“A Juryman: You keep, in fact, a baby-farm?
“Witness: That I must leave to your generosity, gentlemen. In continuation, witness stated that out of the eleven children five had died. There had been no inquest on either of them. The deceased’s bed was an egg-box with some straw in it. The egg-box was a short one, and was sixteen inches wide. The child could not turn in it. She never tied deceased’s legs together. She never discovered that the child’s thigh was broken till the morning following the night when she fell on it. He cried and she put him to bed. She fell upon the edge of the stairs and her weight was on him. She sent for a doctor next day.
“Doctor Atkins said he was called to see the dead body of the deceased last Sunday. The child had a malformed chest. Death had arisen from effusion of serum on the brain from natural causes, and not from neglect. Witness had attended the deceased for the broken thigh. He believed that the bones had not united when death took place.
“The jury, after a long consultation, returned a verdict of ‘death from natural causes;’ and they wished to append a censure, but the coroner refused to record it.”
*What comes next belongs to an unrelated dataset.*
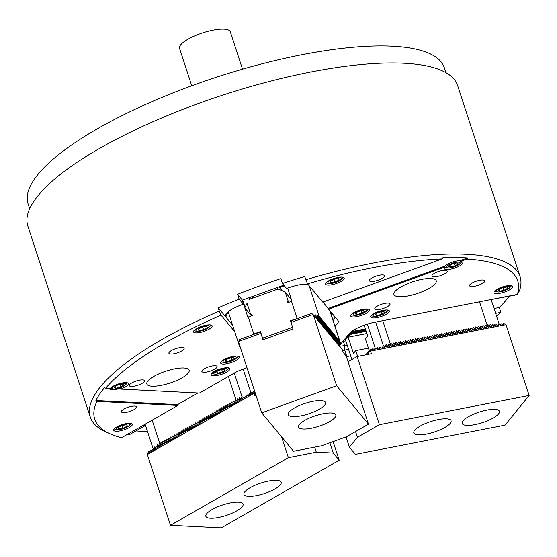 <?xml version="1.0" encoding="UTF-8"?>
<svg xmlns="http://www.w3.org/2000/svg" width="557" height="557" viewBox="0 0 557 557"><rect width="100%" height="100%" fill="white"/><g stroke="black" fill="none" stroke-linecap="round" stroke-linejoin="round"><path stroke-width="0.84" d="M367.119 354.565L370.252 350.701L370.349 349.204L365.789 354.83M370.349 349.204L372.675 350.228L372.772 348.731L371.923 349.775M372.772 348.731L375.091 349.754L375.188 348.257L374.339 349.302M375.188 348.257L377.514 349.281L377.611 347.784L376.762 348.835M377.611 347.784L379.93 348.807L380.027 347.317L379.31 348.202M380.027 347.317L382.353 348.334L383.334 345.417L384.998 346.774L384.33 347.603M382.833 346.767L384.79 347.505M385.569 346.419L387.212 347.032M388.055 345.994L389.628 346.565M390.478 345.521L392.051 346.092M392.894 345.048L394.467 345.618M395.317 344.574L396.89 345.145M397.733 344.101L399.306 344.672M400.156 343.627L401.729 344.198M402.572 343.154L404.145 343.725M404.995 342.68L406.561 343.251M407.411 342.214L408.984 342.785M409.834 341.74L411.4 342.311M412.25 341.267L413.823 341.838M414.666 340.793L416.239 341.364M417.089 340.32L418.662 340.891M419.505 339.847L421.078 340.418M421.928 339.373L423.473 340.306L423.501 339.944M424.343 338.9L425.917 339.471M426.766 338.433L428.34 339.004M429.182 337.96L430.756 338.531M431.605 337.486L433.172 338.057M434.021 337.013L435.595 337.584M436.437 336.539L438.011 337.11M438.86 336.066L440.434 336.637M441.276 335.593L442.85 336.163M443.699 335.119L445.245 336.052L445.273 335.69M446.115 334.653L447.689 335.223M448.538 334.179L450.112 334.75M450.954 333.706L452.528 334.277M453.377 333.232L454.944 333.803M455.793 332.759L457.367 333.33M458.216 332.285L459.783 332.856M460.632 331.812L462.206 332.383M463.048 331.338L464.622 331.909M465.471 330.872L467.044 331.443M467.887 330.398L469.46 330.969M470.31 329.925L471.883 330.496M472.726 329.452L474.299 330.023M475.149 328.978L476.722 329.549M477.565 328.505L479.138 329.076M479.988 328.031L481.554 328.602M482.404 327.558L483.977 328.129M484.82 327.091L486.393 327.662M487.243 326.618L488.816 327.189M489.659 326.144L491.232 326.715M492.033 325.643L493.655 326.242M494.247 325.044L496.071 325.768M496.28 324.606L498.466 325.657L498.564 324.16L498.035 324.815M498.564 324.16L500.889 325.184L500.987 323.687L500.137 324.731M500.987 323.687L503.305 324.71L503.403 323.213L502.553 324.258M503.403 323.213L506.021 324.668L370.551 351.133L370.252 350.701M348.062 361.723L357.141 356.515L371.401 353.73L370.551 351.133M357.141 356.515L379.421 424.685L357.427 437.308L355.547 431.55M506.021 324.668L529.15 395.442L379.421 424.685M474.933 424.622A19.579 5.528 -18.1 0 1 462.213 423.452A19.579 5.528 -18.1 0 1 486.707 410.112A19.579 5.528 -18.1 0 1 499.434 411.282A19.579 5.528 -18.1 0 1 474.933 424.622M426.551 434.077A19.579 5.528 161.9 0 0 451.052 420.737A19.579 5.528 161.9 0 0 430.721 421.558A19.579 5.528 161.9 0 0 413.823 432.9A19.579 5.528 161.9 0 0 426.551 434.077M529.15 395.442L505.067 425.123L355.338 454.366L349.399 447.201L346.036 436.911M357.427 437.308L349.399 447.201M365.35 328.915L351.432 331.631M350.054 332.766L365.615 329.723M363.373 325.504L364.598 326.611L367.648 335.941L365.371 338.747L369.235 350.576M366.861 333.539L348.16 337.187L350.43 334.388L366.137 331.318M357.636 356.417L355.735 350.618L353.465 353.423L348.16 337.187M350.43 334.388L350.165 333.573L365.872 330.51M351.892 359.53L345.354 339.512L350.165 333.573M346.148 341.956A17.803 5.027 -18.1 0 1 342.945 341.302M497.993 325.372L498.167 324.647M496.74 324.62L496.343 324.063L495.869 326.019M496.141 325.685A19.579 5.528 161.9 0 0 495.772 325.657L494.414 323.923L494.15 325.629L493.453 326.493M494.15 325.629A19.579 5.528 161.9 0 0 493.753 325.643L492.332 323.979L492.012 325.754L491.03 326.966M493.753 325.643L493.189 326.332M492.012 325.754A19.579 5.528 161.9 0 0 491.587 325.796L490.125 324.195L489.756 326.026L488.614 327.439M491.587 325.796L490.766 326.806M486.191 327.906L487.382 326.444L487.8 324.557L489.311 326.096L488.35 327.279M487.382 326.444L485.384 325.023L484.966 326.917L483.775 328.379M486.922 326.534L485.934 327.753M484.966 326.917L482.968 325.49L482.543 327.391L481.352 328.853M484.499 327.008L483.511 328.226M482.543 327.391L480.545 325.963L480.127 327.857L478.936 329.326M482.084 327.481L481.095 328.7M480.127 327.857L478.129 326.437L477.704 328.331L476.514 329.8M479.661 327.948L478.672 329.166M477.704 328.331L475.706 326.91L475.288 328.804L474.098 330.273M477.245 328.421L476.256 329.64M475.288 328.804L473.29 327.384L472.865 329.278L471.682 330.747M474.822 328.895L473.833 330.113M472.865 329.278L470.867 327.857L470.449 329.751L469.259 331.22M472.406 329.368L471.417 330.586M470.449 329.751L468.451 328.331L468.033 330.224L466.843 331.687M469.983 329.841L468.994 331.06M468.033 330.224L466.028 328.804L465.61 330.698L464.42 332.16M467.567 330.315L466.578 331.533M465.61 330.698L463.612 329.271L463.194 331.171L462.004 332.633M465.144 330.788L464.155 332.007M463.194 331.171L461.196 329.744L460.771 331.638L459.581 333.107M462.728 331.262L461.739 332.48M460.771 331.638L458.773 330.217L458.355 332.111L457.165 333.58M460.312 331.728L459.323 332.947M458.355 332.111L456.357 330.691L455.932 332.585L454.742 334.054M457.889 332.202L456.9 333.42M455.932 332.585L453.934 331.164L453.516 333.058L452.326 334.527M455.473 332.675L454.484 333.894M453.516 333.058L451.518 331.638L451.093 333.532L449.903 335.001M453.05 333.149L452.061 334.367M451.093 333.532L449.095 332.111L448.677 334.005L447.487 335.467M450.634 333.622L449.645 334.841M448.677 334.005L446.679 332.578L446.254 334.478L445.071 335.941M448.211 334.096L447.222 335.314M446.254 334.478L444.256 333.051L443.838 334.952L442.648 336.414M445.795 334.569L444.806 335.787M443.838 334.952L441.84 333.525L441.423 335.418L440.232 336.888M443.372 335.042L442.383 336.261M441.423 335.418L439.424 333.998L439 335.892L437.809 337.361M440.956 335.509L439.967 336.727M439 335.892L437.001 334.472L436.584 336.365L435.393 337.834M438.533 335.982L437.551 337.201M436.584 336.365L434.585 334.945L434.161 336.839L432.97 338.308M436.117 336.456L435.128 337.674M434.161 336.839L432.162 335.418L431.745 337.312L430.554 338.781M433.701 336.929L432.712 338.148M431.745 337.312L429.746 335.892L429.322 337.786L428.131 339.248M431.278 337.403L430.289 338.621M429.322 337.786L427.323 336.358L426.906 338.259L425.715 339.721M428.862 337.876L427.873 339.095M426.906 338.259L424.907 336.832L424.483 338.733L423.299 340.195M426.439 338.35L425.451 339.568M424.483 338.733L422.484 337.305L422.067 339.199L420.876 340.668M424.023 338.823L423.035 340.042M422.067 339.199L420.069 337.779L419.644 339.673L418.46 341.142M421.6 339.29L420.612 340.508M419.644 339.673L417.646 338.252L417.228 340.146L416.037 341.615M419.184 339.763L418.196 340.981M417.228 340.146L415.23 338.726L414.812 340.619L413.621 342.089M416.761 340.236L415.773 341.455M414.812 340.619L412.814 339.199L412.389 341.093L411.198 342.562M414.345 340.71L413.357 341.928M412.389 341.093L410.391 339.673L409.973 341.566L408.782 343.028M411.929 341.183L410.941 342.402M409.973 341.566L407.975 340.139L407.55 342.04L406.359 343.502M409.506 341.657L408.518 342.875M407.55 342.04L405.552 340.612L405.134 342.513L403.943 343.975M407.09 342.13L406.102 343.349M405.134 342.513L403.136 341.086L402.711 342.98L401.52 344.449M404.667 342.604L403.679 343.822M402.711 342.98L400.713 341.559L400.295 343.453L399.104 344.922M402.251 343.07L401.263 344.289M400.295 343.453L398.297 342.033L397.872 343.927L396.688 345.396M399.829 343.544L398.84 344.762M397.872 343.927L395.874 342.506L395.456 344.4L394.265 345.869M397.413 344.017L396.424 345.236M395.456 344.4L393.458 342.98L393.04 344.874L391.849 346.343M394.99 344.491L394.001 345.709M389.427 346.809L390.617 345.347L391.042 343.453L392.574 344.964L391.585 346.182M390.617 345.347A17.803 5.027 161.9 0 0 390.151 345.444L388.591 343.954L388.132 345.904L387.011 347.283M390.151 345.444L389.162 346.656M388.132 345.904A17.803 5.027 161.9 0 0 387.637 346.029L386.029 344.602L385.514 346.614L384.588 347.756M387.637 346.029L386.746 347.129M379.233 348.39L379.742 347.665M375.237 348.25L367.355 324.146M383.313 345.5L375.662 322.085M385.514 346.614A17.803 5.027 161.9 0 0 384.998 346.774M489.756 326.026A19.579 5.528 161.9 0 0 489.311 326.096M393.04 344.874L392.574 344.964M368.442 348.139L355.735 350.618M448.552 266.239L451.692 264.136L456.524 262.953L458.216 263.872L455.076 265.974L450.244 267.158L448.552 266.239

That is the whole of the pretty story of which the reader must be left to form his own opinion. Should that opinion insist on a censure as one of its appendages, the reader must of course be held personally responsible for it. It is all over now. The poor little victim whom a Miss of his name placed with the Bow “child-farmer,” “by leave of your generosity, gentlemen,” is dead and buried. It would have been a mercy when his unsteady nurse fell on and crushed him on the edge of the stairs, if she had crushed his miserable life out, instead of only breaking a thigh. Since last October, with one small leg literally in the grave, he must have had a dismal time of it, poor little chap, and glad, indeed, must his spirit have been when its clay tenement was lifted out of his coffin cradle—the egg-box with the bit of straw in it—and consigned to the peaceful little wooden house that the cemetery claimed. It is all over with Frederick John Wood; and his mamma, or whoever he was who was at liberty only once a week to come and see him, is released from the crushing burden his maintenance imposed on her, and Mrs. Savill by this time has doubtless filled up the egg-box the little boy’s demise rendered vacant. Why should she not, when she left the coroner’s court without a stain on her character? It is all over. The curtain that was raised just a little has been dropped again, and the audience has dispersed, and nobody will think again of the tragedy the darkened stage is ready to produce again at the shortest notice, until the coroner’s constable rings the bell and the curtain once more ascends.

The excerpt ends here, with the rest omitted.